### What you will do
All lines in the entries below that hold "Assets" make up the answer.

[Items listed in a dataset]
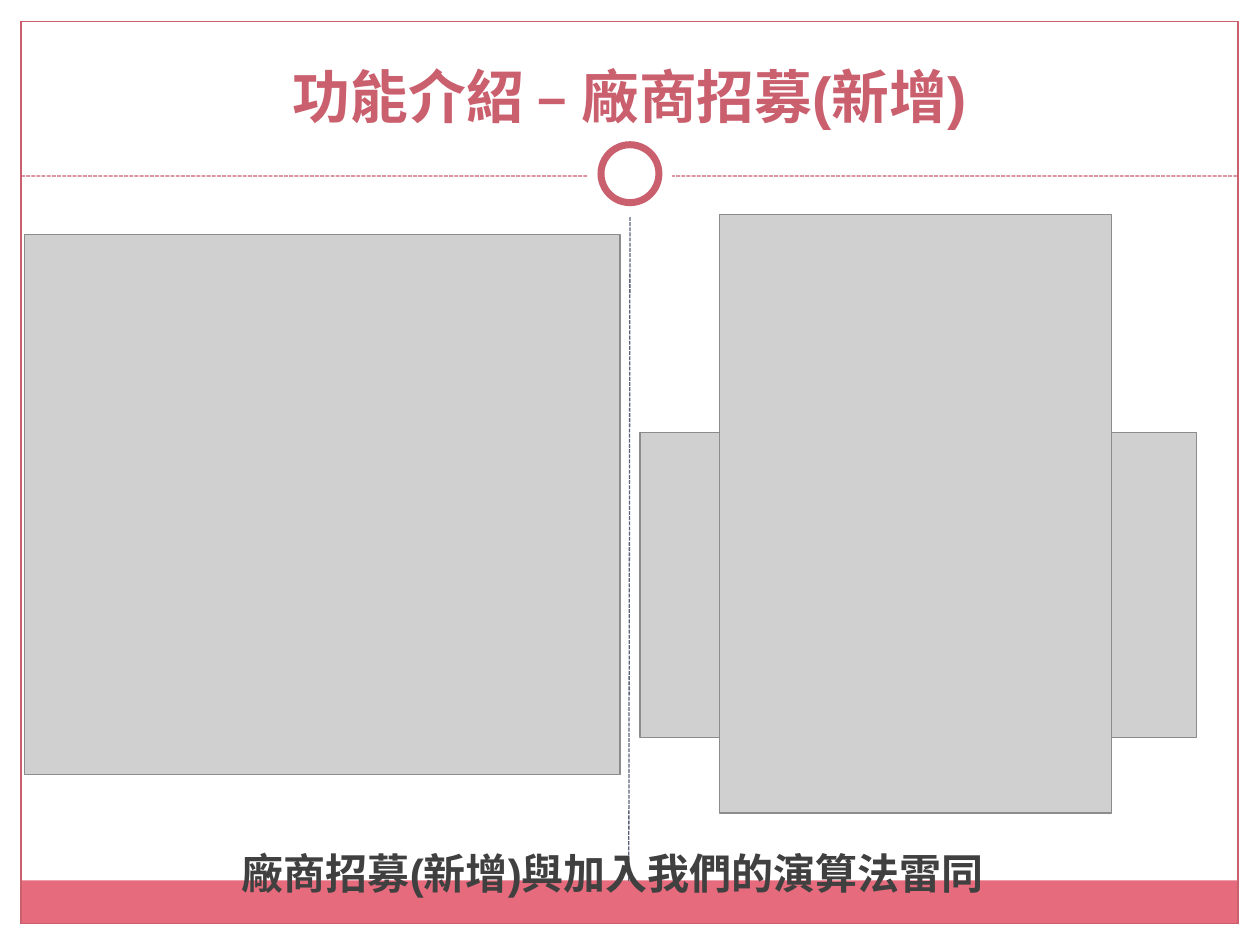
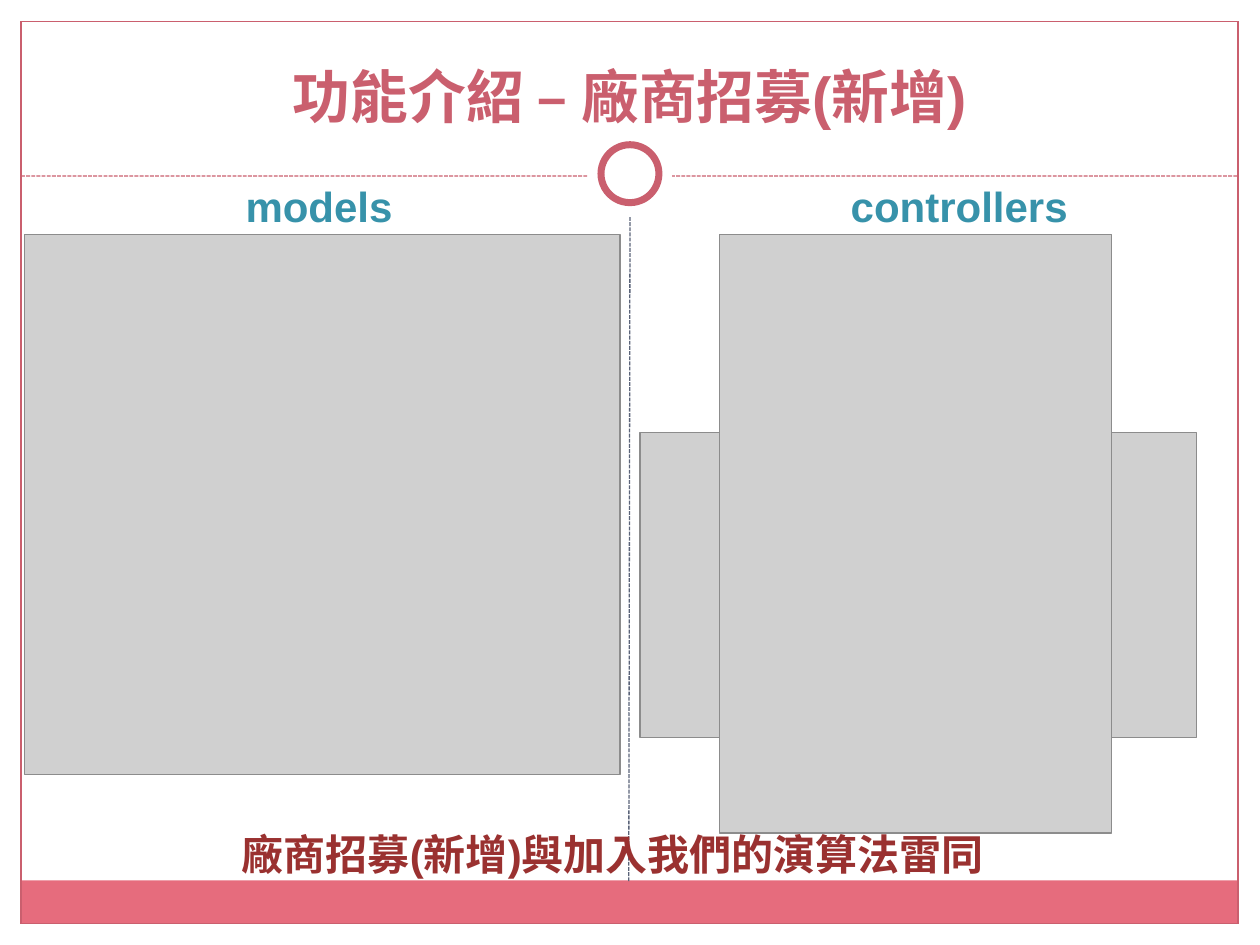
Before and after one commit to tsouleona/gitLab, a slide deck: slide 17 of small_project/data_project/沅淯駿營造有限公司.pptx (slide 15 before the commit). Drawn at 1260x945 pixels with LibreOffice and Linux fonts; fonts in the diff are those of the drawing; grey boxes stand for pictures; background and template pictures are left out. Boxes give left, top, right and bottom in pixels: in the first picture for what was removed or moved away, otherwise in the second. Text is boxed around its words. In the diff, an @@ line names an element or a change of style, - is before the commit and + after.

```diff
--- a/small_project/data_project/沅淯駿營造有限公司.pptx
+++ b/small_project/data_project/沅淯駿營造有限公司.pptx
@@ text added at [246, 191, 393, 223], 24 pt, text #3792AA, bold @@
+models
@@ text added at [851, 191, 1068, 223], 24 pt, text #3792AA, bold @@
+controllers
@@ picture: place and size @@
-picture at [719, 214, 1113, 813]
+picture at [719, 234, 1113, 833]
@@ text "廠商招募(新增)與加入我們的演算法雷同": place and size @@
-text "廠商招募(新增)與加入我們的演算法雷同" at [242, 847, 984, 898]
+text "廠商招募(新增)與加入我們的演算法雷同" at [242, 827, 984, 880]
@@ text "廠商招募(新增)與加入我們的演算法雷同" at [242, 827, 984, 880]: text colour #404040 to #9A3130 @@
```
Also in this commit, not shown: 7 other slides changed, 3 slides added, 1 slide removed, 1 other file.
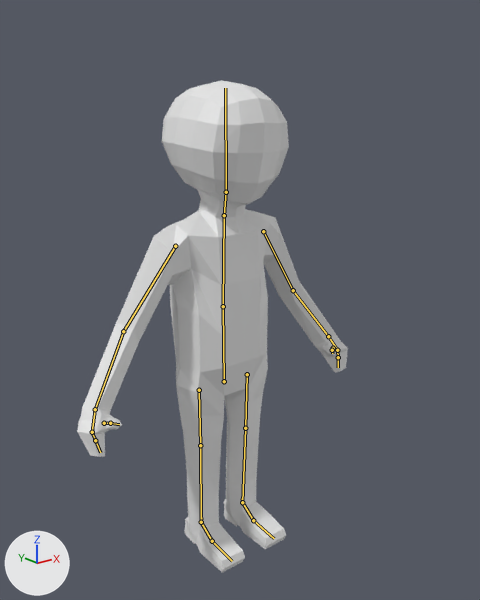
One commit to the Blender file Game/Assets/Models/Human/base.blend: the scene before it, then after it.
Both versions are drawn from a camera (50 mm lens) standing at (-11.23, -14.81, 13.75) and looking at (-0.04, -0.83, 8.16). The lights are fixed; the arrows at lower left show +X, +Y and +Z. The bones that bend it are drawn over the model as lines.
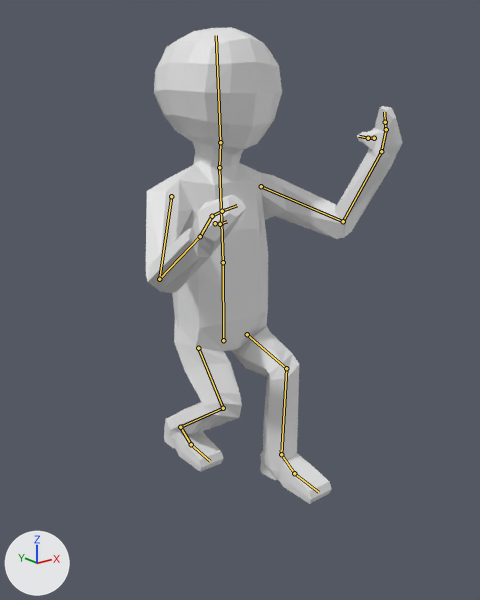
The newer file adds an action. The first version stands in its rest pose; the second is drawn at frame 40 of the action 'Jump'.

Pixel boxes (x1, y1, x2, y2) of what changed, in the pictures (480 x 600 px):
'Cube', posed: before (77, 80, 348, 573); after (146, 27, 402, 504)
bone 'Torso', root to tip: before (224, 381) to (223, 306); after (223, 340) to (223, 262)
bone 'Chest', root to tip: before (223, 306) to (224, 215); after (223, 262) to (219, 167)
bone 'Upper Arm.L', root to tip: before (263, 231) to (293, 290); after (261, 186) to (343, 221)
bone 'Lower Arm.L', root to tip: before (293, 290) to (328, 336); after (343, 221) to (381, 151)
bone 'Hand.L', root to tip: before (328, 336) to (337, 350); after (381, 151) to (386, 129)
bone 'Upper Arm.R', root to tip: before (175, 246) to (123, 331); after (171, 196) to (159, 279)
bone 'Lower Arm.R', root to tip: before (123, 331) to (95, 409); after (159, 279) to (200, 236)
bone 'Hand.R', root to tip: before (95, 409) to (92, 432); after (200, 236) to (212, 216)

What the commit changed:
Bone 'Root' (bone_root) moves from (0.0, 0.0, 0.0) to (0.0, 0.0, -2.12).
Bone 'Torso' (bone_torso) moves from (0.0, 0.0, 0.0) to (0.0, -0.79, 0.0).
Bone 'Chest' (bone_chest) turns from (0, 0, 0) to (0, 0, 4) degrees about its own x, y and z.
Bone 'Upper Arm.L' (bone_upper_arm_l) turns from (0, 0, 0) to (-3, -35, -64) degrees about its own x, y and z.
Bone 'Lower Arm.L' (bone_lower_arm_l) turns from (0, 0, 0) to (24, 0, -59) degrees about its own x, y and z.
Bone 'Hand.L' (bone_hand_l) turns from (0, 0, 0) to (4, 0, -3) degrees about its own x, y and z.
Bone 'Upper Arm.R' (bone_upper_arm_r) turns from (0, 0, 0) to (-3, 30, 37) degrees about its own x, y and z.
Bone 'Lower Arm.R' (bone_lower_arm_r) turns from (0, 0, 0) to (8, 33, 71) degrees about its own x, y and z.
Bone 'Hand.R' (bone_hand_r) turns from (0, 0, 0) to (-4, -52, 11) degrees about its own x, y and z.
Bone 'Leg Control.L' (bone_leg_control_l) moves from (0.0, 0.0, 0.0) to (0.0, 1.86, 0.54).
Bone 'Leg Control.R' (bone_leg_control_r) moves from (0.0, 0.0, 0.0) to (0.0, -1.05, 0.81).
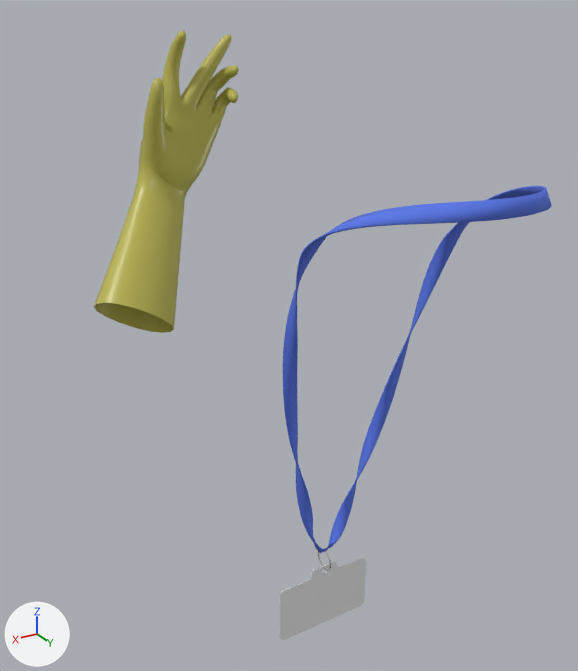
A saved change to the FBX model Assets/Models/MshHandL.fbx.
The view is the same before and after, from a camera (50 mm lens) standing at (1.2, 2.62, 0.29) and looking at (0.08, 0.76, -0.64). Lighting does not change. The marker at lower left points along +X, +Y and +Z.

Names of what the first picture shows: 'CardBand', 'MshHandL'.
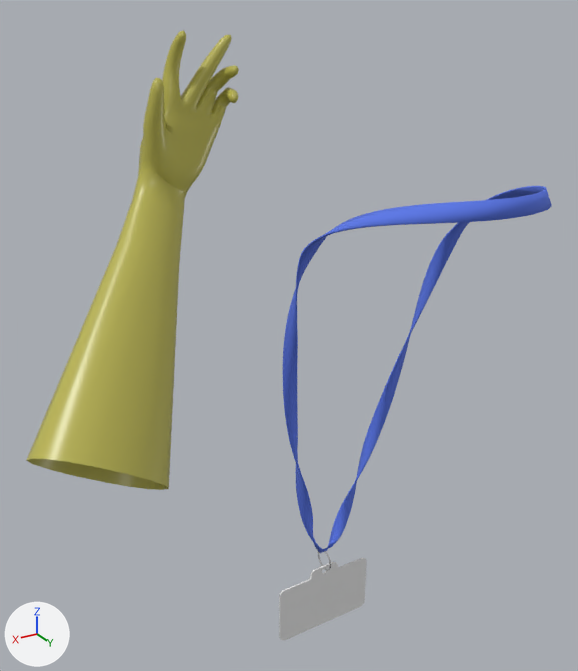
Boxes [x1, y1, x2, y2] around the edits, measured in the pictures (578 x 671 px; the box of a moved part takes in the faces that stretch with it):
'MshHandL', reshaped (47% wider, 52% taller): before [94, 30, 239, 333]; after [26, 30, 239, 490]
part 1 of me_mshhandl, moved or reshaped: before [94, 253, 179, 333]; after [26, 253, 179, 490]

What changed in the scene script:
```text
Change me_mshhandl:
    where me_mshhandl.from_pydata(...)  # 705 vertices, 696 faces; spans x -0.477..0.176, y -0.125..0.283, z -0.809..0.173
    used by ob_mshhandl; location = (0.0, 0.0, 0.0); rotation_euler = (-3.142, 0.0, 0.0), in degrees (-180, 0, 0); scale = (-1.0, -1.0, -1.0)
    me_mshhandl part 1: all 16 vertices in x -0.477..-0.224, y 0.118..0.283, z -0.809..-0.634 are scaled about their middle by 1.64, then moved by (-0.243, 0.249, -0.401)
```

### Task output
One commit to the Blender file Game/Assets/Models/Human/base.blend: the scene before it, then after it.
A saved change to the FBX model Assets/Models/MshHandL.fbx.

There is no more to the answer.